Postural control is considered the basis for the development of motor skills in people with Down syndrome (DS). Therefore, the analysis of postural control could guide the rehabilitation of these patients.

Objective

To analyze the postural control in children, adolescents and adults with DS. People with DS and typically developing (TD) were compared.

Material and methods

A case-control study. The sample was composed of 22 children aged 6 to 11 years old (10 DS, 12 TD), 23 adolescents between 12 and 18 years old (11 DS, 12 TD), and 24 young adults 19 and 25 years old (12 DS, 12 TD).

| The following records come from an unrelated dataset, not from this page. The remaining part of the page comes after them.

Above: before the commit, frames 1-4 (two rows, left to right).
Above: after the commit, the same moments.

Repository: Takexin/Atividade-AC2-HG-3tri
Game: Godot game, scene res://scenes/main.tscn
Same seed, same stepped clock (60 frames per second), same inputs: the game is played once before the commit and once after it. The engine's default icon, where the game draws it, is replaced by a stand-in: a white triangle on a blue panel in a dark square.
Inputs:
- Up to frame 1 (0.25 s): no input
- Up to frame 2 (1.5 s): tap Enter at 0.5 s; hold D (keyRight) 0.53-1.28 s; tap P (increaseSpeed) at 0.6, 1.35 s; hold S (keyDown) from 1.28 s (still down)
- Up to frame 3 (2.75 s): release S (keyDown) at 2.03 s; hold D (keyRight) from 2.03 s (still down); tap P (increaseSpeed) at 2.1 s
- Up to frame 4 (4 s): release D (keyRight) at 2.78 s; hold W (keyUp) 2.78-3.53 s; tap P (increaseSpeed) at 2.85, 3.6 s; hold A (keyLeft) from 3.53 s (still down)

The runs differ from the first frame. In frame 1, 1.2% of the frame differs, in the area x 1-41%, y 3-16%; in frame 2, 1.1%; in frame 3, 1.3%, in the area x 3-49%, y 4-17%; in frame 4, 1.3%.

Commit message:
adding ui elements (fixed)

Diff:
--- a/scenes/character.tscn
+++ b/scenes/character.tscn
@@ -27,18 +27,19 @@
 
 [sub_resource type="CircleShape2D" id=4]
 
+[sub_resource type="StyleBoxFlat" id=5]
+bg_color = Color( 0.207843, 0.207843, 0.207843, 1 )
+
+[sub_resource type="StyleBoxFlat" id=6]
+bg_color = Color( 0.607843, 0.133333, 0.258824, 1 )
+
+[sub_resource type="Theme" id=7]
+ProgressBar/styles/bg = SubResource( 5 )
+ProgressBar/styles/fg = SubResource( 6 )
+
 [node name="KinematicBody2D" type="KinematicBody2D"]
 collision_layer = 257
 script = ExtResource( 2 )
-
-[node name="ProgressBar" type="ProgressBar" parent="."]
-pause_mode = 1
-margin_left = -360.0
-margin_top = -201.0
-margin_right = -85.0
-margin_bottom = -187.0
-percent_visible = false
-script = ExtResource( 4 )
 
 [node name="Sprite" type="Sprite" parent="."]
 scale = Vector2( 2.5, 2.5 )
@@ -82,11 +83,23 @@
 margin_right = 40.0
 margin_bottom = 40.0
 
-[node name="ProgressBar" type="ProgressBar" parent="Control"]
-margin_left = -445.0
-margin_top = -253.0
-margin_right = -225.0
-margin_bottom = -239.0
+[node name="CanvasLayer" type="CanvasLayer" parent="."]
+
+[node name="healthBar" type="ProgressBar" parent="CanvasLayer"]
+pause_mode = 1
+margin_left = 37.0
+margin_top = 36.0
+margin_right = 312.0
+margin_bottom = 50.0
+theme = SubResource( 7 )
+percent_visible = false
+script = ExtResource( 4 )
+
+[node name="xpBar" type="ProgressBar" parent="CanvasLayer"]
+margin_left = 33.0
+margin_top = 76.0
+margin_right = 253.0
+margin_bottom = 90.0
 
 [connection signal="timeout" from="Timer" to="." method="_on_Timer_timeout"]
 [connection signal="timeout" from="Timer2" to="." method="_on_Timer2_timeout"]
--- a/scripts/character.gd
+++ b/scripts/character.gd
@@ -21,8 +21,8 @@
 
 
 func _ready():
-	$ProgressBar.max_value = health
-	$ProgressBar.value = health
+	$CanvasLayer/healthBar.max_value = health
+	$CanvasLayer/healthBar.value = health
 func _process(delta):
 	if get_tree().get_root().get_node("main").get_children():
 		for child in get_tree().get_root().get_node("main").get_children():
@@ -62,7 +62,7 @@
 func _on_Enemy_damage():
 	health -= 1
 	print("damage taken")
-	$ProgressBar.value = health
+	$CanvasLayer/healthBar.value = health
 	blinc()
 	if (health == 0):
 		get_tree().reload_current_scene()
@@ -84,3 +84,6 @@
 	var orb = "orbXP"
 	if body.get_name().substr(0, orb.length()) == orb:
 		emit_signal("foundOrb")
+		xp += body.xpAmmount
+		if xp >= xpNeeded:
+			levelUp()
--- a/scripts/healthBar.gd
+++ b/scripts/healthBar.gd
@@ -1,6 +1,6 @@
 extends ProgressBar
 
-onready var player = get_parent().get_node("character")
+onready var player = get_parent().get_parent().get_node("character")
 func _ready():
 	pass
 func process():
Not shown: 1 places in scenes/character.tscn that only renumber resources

Postural control was measured on a force platform in condition of open eyes and closed eyes where the center of pressure variables were calculated.

Results

No significant differences were observed in children. In adolescents and adults the center of pressure variables were significantly higher in the groups with DS in open eyes and closed eyes (P < .05). In people with DS there were no significant differences between children, adolescents and adults in any of the center of pressure variables. In people with TD significant differences when comparing children, adolescents and adults (P < .05).

Conclusions

Individuals with DS have a deficit of postural control and low development of this skill as the individual matures in age.

姿势控制被认为是唐氏综合症(DS)患者运动技能发展的基础。因此,体位控制的分析可以指导这些患者的康复。目的分析儿童、青少年和成人退行性椎体滑移患者的体位控制情况。将DS患者与典型发育患者(TD)进行比较。材料与方法病例对照研究。样本由22名6 - 11岁儿童(10岁,12岁),23名12 - 18岁青少年(11岁,12岁)和24名19 - 25岁年轻人(12岁,12岁)组成。在一个力平台上测量在睁眼和闭眼状态下的体位控制,并计算压力变量的中心。结果两组间无显著性差异。在青少年和成人中,睁眼和闭眼DS组的压力变量中心均显著高于对照组(P <. 05)。在退行性椎体滑移患者中,儿童、青少年和成人在任何压力变量中心上都没有显著差异。与儿童、青少年和成人相比,TD患者有显著差异(P <. 05)。结论退行性椎体滑移患者存在姿势控制缺陷,且随着年龄的增长,该技能的发展水平较低。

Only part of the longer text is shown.